Les Krims has published numerous offset works. In his portfolio The Deerslayers (1972), Krims took pictures of deer hunters who had voluntarily stopped at “deer check stations” so that NYS conservationists could examine the general health of the deer. Pictured posing with their kills, Krims suggested the hunters had much in common with performance art and odd manifestations of sculpture. He also attempted to underscore the American nature and long tradition of deer hunting as one aspect of criticism of animal rights and anti-Vietnam War activists.
In The Little People of America (1971), Krims received permission to photograph people belonging to a national organization founded by the actor Billy Barty, called “The Little People of America.” Many of the pictures were made at national conventions of the L.P.A, in Oakland, CA, and Atlanta, GA. Krims sought to show that the people he photographed were brave, normal people, having more in common with the Mid-West than the Upper-West-Side, unlike the way the dwarf was portrayed in the history of art or contemporary photographs.

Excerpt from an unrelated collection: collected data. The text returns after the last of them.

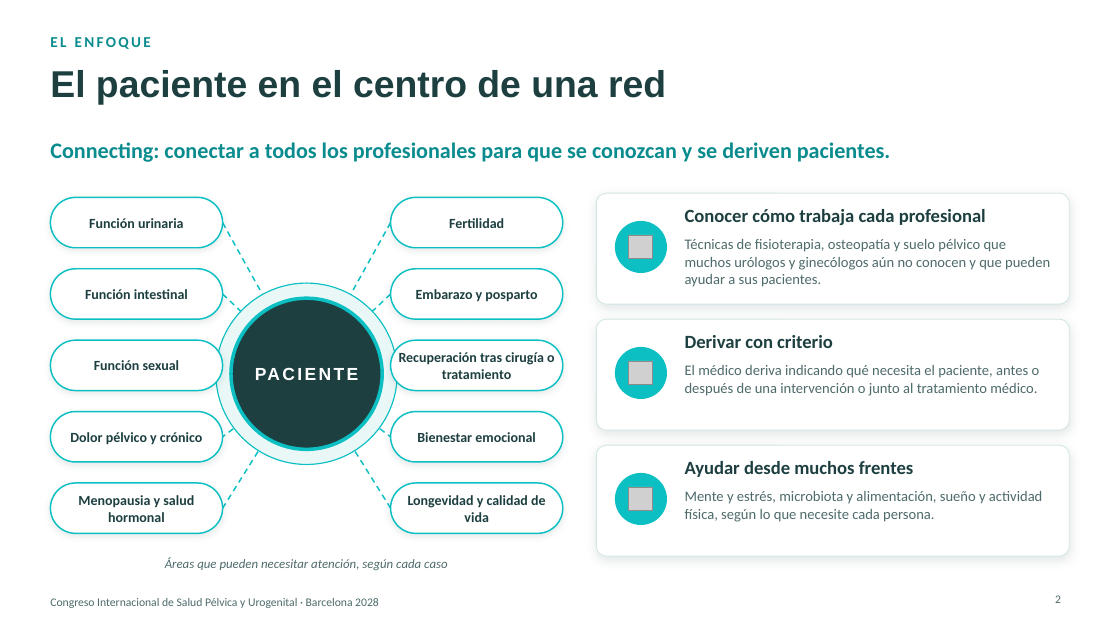
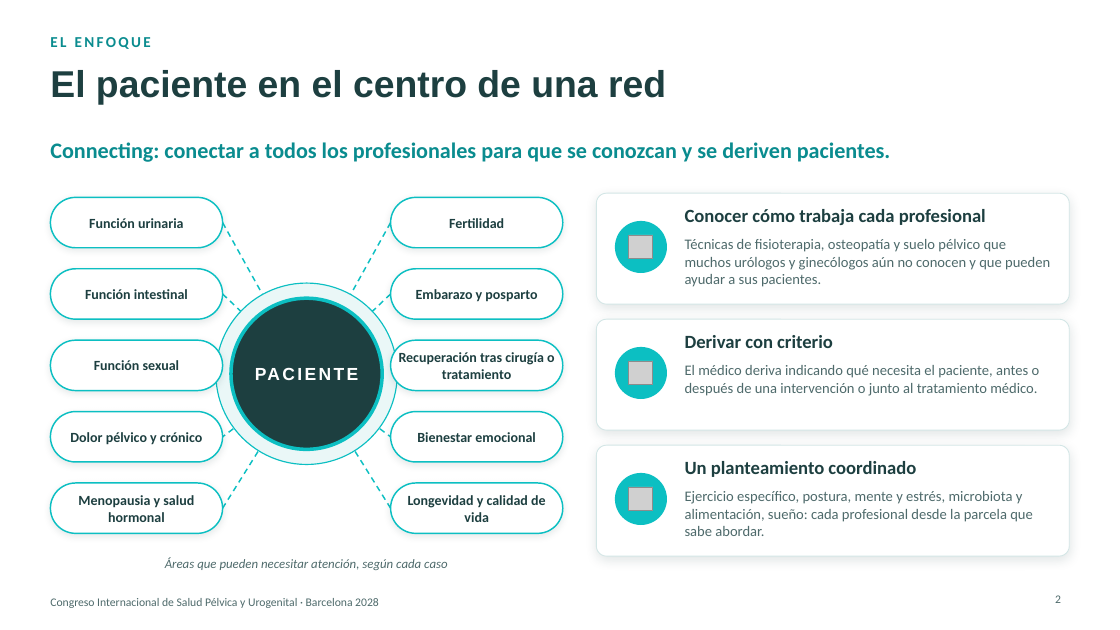
Before and after one commit to walam-bcn/formacion-olivier-bazin, a slide deck: slide 2 of Presentacion_ACU_Congreso_Barcelona_2028.pptx. Drawn at 1120x630 pixels with LibreOffice and Linux fonts; fonts in the diff are those of the drawing; grey boxes stand for pictures; background and template pictures are left out. Boxes give left, top, right and bottom in pixels: in the first picture for what was removed or moved away, otherwise in the second. Text is boxed around its words. In the diff, an @@ line names an element or a change of style, - is before the commit and + after.

```diff
--- a/Presentacion_ACU_Congreso_Barcelona_2028.pptx
+++ b/Presentacion_ACU_Congreso_Barcelona_2028.pptx
@@ text at (685, 461, 916, 477): text changed @@
-Ayudar desde muchos frentes
+Un planteamiento coordinado
@@ text at (685, 491, 1033, 536): text changed @@
-Mente y estrés, microbiota y alimentación, sueño y actividad física, según lo que necesite cada persona.
+Ejercicio específico, postura, mente y estrés, microbiota y alimentación, sueño: cada profesional desde la parcela que sabe abordar.
```
Also in this commit, not shown: 1 other slide changed.

In The Incredible Case Of The Stack O’Wheat Murders (1972), Krims both parodies forensic photography, and points to it as a remarkable archive of incredible and moving images (the various, successful CSI television series attests to his prescience). In each “Wheats” crime scene, a Stack O’Wheats (pancakes) is placed near each “victim” (he used friends and family to pose for the pictures). Each stack is topped with pats of butter and syrup, the number of pancakes in the stack signifying the number of the crime. Hershey’s chocolate syrup was used to simulate blood in the photos, which was formed into words and celestial shapes. Krims originally included 8 ounces of Hershey’s syrup in a heat-sealed plastic bag with the original print portfolio, as well as “enough pancake mix to make one complete Stack O’ Wheats”.

In Making Chicken Soup (1972), Krims published pictures of his mother preparing her traditional chicken soup recipe, while nude. These pictures were published as a small book, some say giving rise years later to the popular Chicken Soup series. The book contained a dedication, which underscored the real point of the satire: “This book is dedicated to my mother and concerned photographers, both make chicken soup.” Krims felt that “socially concerned” photography was a palliative, just as the chicken soup was—in the long run, an ineffective remedy for serious disease.

In Fictocryptokrimsographs, published in 1975, Krims used a Polaroid SX-70 camera to make a series of 40, titled pictures. The SX-70 was chosen, because of the ability to literally move and work the not yet dry, viscous, film emulsion much like paint after the picture developed. Included are various odd and humorous pictures, which are often puns or parodies of fashion trends.

Krims has also steadily been adding pictures to an overarching project spanning three decades called, “The Decline of the Left.” His works are exhibited in the U.S. and internationally.